The Mangione case followed a familiar arc. For a brief period, it was irresistible: a wealthy, educated young man accused of shooting a corporate executive in broad daylight on a Manhattan street. The narrative carried all the elements of high drama. But it also threatened to illuminate something less comfortable—the simmering resentment felt by millions of Americans toward the health insurance industry.

A few days after Thompson’s death, Global News ran a headline asking why the killing had sparked a flood of “anti-elitist” rage. The question practically answers itself. For decades, Americans have navigated a health-care system that often appears designed to maximize profit rather than care. When that anger surfaces, it is labeled volatile, even dangerous. The guardians of the status quo worry less about street protests, which can be managed, than about electoral backlash. Votes are harder to suppress than marches.

It has become a kind of civic reflex to describe the United States as “the brightest beacon for freedom and opportunity in the world,” echoing former President George W. Bush after the attacks of September 11, 2001. But rhetoric cannot substitute for reality. A nation that disregards international law abroad while tolerating deep inequities at home risks something more corrosive than bad press. It risks legitimacy.

None of this is to suggest that foreign policy is unimportant. The destabilization of nations reverberates globally. But spectacle can function as camouflage. While cameras track bombers and diplomats, quieter transformations unfold: the entrenchment of economic precarity, the normalization of opaque governance, the slow redefinition of accountability.

Public officials, whether elected or appointed, are entrusted with advancing the common good. Yet too often, power appears to be exercised in service of private enrichment or ideological entrenchment. There are exceptions, and perhaps emerging leaders will defy the pattern. But vigilance requires skepticism.

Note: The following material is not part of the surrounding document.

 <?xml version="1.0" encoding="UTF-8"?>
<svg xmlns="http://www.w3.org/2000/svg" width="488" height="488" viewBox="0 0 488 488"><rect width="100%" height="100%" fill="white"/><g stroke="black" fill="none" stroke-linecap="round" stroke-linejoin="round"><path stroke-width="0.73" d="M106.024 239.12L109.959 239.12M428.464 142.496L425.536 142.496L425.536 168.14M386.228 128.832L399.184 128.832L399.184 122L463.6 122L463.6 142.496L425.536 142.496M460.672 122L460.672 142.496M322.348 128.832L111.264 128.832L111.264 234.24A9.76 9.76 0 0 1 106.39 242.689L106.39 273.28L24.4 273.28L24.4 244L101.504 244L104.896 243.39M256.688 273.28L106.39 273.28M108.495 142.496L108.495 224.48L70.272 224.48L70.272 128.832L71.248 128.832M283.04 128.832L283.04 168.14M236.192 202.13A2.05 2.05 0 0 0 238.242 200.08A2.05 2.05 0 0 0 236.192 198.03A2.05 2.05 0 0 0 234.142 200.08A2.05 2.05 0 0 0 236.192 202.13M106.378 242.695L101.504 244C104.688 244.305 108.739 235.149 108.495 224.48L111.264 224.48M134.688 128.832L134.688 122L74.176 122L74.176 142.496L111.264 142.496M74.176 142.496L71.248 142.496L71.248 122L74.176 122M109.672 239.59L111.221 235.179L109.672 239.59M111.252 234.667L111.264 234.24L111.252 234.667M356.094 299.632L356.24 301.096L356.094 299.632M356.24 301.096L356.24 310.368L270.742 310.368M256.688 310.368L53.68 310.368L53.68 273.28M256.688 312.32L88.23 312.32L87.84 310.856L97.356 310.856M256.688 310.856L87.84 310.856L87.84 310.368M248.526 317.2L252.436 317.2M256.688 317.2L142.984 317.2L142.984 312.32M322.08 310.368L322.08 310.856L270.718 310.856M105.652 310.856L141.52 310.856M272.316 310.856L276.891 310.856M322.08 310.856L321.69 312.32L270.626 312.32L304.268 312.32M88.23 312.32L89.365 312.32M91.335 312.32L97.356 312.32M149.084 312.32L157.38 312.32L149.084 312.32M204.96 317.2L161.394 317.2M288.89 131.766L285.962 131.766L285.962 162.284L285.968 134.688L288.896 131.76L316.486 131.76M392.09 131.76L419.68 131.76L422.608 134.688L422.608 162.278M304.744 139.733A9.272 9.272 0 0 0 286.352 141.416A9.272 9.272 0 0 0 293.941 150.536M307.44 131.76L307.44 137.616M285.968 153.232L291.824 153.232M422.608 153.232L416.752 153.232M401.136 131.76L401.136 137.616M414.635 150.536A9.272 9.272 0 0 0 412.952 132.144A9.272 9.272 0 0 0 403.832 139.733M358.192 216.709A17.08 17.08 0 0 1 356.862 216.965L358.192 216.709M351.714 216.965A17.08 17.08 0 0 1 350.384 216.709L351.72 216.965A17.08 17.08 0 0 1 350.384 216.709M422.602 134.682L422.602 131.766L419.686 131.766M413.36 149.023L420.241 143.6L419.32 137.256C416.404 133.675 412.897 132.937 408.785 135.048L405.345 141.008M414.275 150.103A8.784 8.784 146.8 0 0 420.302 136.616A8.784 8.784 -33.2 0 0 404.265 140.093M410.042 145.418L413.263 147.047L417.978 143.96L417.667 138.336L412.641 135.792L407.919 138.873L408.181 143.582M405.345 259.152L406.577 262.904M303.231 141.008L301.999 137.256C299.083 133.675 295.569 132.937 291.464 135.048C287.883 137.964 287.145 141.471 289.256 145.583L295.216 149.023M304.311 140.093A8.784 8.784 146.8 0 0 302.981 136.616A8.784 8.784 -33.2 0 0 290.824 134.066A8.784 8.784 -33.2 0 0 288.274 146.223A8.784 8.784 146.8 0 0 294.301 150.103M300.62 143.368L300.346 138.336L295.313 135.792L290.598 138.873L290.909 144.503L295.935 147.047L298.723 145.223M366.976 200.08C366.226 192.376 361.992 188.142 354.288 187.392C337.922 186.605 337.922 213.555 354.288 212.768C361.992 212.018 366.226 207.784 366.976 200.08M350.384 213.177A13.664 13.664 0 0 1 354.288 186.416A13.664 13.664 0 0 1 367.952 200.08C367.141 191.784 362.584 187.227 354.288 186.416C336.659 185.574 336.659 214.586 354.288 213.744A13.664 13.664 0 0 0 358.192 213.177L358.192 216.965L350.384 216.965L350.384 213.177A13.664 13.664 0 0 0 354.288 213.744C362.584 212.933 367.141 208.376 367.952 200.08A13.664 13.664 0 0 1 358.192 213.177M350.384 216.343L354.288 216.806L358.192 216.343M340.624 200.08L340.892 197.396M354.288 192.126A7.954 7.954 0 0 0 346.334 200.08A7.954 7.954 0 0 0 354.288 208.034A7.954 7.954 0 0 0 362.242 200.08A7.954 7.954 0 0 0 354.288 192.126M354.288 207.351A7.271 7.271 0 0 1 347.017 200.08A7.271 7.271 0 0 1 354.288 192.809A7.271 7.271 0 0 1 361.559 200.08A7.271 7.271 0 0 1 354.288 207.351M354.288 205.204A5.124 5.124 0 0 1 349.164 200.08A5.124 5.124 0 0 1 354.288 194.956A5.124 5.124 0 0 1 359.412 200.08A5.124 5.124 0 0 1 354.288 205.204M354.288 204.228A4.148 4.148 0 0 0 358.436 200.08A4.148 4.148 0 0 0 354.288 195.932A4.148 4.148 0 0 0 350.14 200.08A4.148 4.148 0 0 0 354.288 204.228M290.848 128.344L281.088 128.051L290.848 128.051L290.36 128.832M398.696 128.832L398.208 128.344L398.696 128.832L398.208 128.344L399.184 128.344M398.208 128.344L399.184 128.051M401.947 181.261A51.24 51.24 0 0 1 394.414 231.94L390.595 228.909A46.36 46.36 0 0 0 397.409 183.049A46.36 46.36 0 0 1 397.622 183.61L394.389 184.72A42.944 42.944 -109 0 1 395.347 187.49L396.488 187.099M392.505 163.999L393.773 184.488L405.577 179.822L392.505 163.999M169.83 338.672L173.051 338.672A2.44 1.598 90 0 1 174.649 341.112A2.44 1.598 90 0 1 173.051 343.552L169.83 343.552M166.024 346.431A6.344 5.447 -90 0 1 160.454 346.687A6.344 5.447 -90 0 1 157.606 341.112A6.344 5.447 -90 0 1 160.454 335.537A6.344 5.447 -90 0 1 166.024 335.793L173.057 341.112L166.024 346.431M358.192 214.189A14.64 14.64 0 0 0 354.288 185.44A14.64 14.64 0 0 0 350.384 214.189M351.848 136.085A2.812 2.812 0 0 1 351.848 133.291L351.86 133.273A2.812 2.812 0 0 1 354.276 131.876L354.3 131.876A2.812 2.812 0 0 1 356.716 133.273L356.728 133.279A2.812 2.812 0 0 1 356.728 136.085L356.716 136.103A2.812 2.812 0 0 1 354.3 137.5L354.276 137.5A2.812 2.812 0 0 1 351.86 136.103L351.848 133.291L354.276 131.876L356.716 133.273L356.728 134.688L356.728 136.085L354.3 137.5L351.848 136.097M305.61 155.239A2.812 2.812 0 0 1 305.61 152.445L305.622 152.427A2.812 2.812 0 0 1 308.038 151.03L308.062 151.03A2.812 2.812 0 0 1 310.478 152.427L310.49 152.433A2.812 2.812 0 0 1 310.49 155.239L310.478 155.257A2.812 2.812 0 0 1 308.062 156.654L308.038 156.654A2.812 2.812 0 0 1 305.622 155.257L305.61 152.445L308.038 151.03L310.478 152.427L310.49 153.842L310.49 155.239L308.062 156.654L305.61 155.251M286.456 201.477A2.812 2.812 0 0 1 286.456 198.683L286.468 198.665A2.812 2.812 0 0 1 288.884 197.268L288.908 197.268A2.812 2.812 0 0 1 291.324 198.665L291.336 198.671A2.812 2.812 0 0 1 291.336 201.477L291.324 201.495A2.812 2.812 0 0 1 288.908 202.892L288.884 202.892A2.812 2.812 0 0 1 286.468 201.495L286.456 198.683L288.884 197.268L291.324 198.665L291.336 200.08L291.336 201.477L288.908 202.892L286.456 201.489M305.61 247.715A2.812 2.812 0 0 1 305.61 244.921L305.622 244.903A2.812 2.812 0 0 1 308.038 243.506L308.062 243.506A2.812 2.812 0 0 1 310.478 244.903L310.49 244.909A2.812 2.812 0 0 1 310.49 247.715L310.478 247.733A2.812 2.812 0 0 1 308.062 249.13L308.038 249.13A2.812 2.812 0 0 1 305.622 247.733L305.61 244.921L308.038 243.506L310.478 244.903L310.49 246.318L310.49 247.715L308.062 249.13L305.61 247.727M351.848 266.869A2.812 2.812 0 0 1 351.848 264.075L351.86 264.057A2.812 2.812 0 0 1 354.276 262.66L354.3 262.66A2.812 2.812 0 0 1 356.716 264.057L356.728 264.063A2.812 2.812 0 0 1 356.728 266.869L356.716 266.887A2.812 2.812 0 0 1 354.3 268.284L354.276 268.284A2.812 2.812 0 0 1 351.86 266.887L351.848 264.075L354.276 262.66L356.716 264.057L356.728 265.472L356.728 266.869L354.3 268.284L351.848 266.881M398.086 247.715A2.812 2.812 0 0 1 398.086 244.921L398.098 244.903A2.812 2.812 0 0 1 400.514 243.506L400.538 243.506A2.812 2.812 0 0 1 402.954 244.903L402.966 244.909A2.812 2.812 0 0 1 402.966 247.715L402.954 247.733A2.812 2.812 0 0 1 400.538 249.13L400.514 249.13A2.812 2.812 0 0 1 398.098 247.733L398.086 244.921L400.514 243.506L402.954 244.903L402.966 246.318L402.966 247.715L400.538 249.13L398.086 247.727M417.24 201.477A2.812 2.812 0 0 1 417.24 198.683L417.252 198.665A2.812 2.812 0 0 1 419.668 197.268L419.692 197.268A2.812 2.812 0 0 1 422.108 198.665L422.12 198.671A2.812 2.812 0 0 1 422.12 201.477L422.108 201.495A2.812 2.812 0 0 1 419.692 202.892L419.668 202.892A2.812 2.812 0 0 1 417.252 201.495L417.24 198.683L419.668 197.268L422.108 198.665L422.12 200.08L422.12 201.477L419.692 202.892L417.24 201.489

The danger is not only that we are misled. It is that we are distracted. When attention is monopolized by dramatic confrontation abroad, citizens may overlook the structural shifts reshaping their lives at home. Democracies do not usually collapse in a single, cinematic moment. They erode, piece by piece, as public focus drifts from the foundations that sustain them.

To keep one’s eye on the ball is not to ignore global crises. It is to recognize that the most consequential changes are sometimes the least theatrical. A nation’s character is revealed not only in the wars it wages or the territories it covets, but in the contracts it honors, the laws it respects, and the citizens it protects.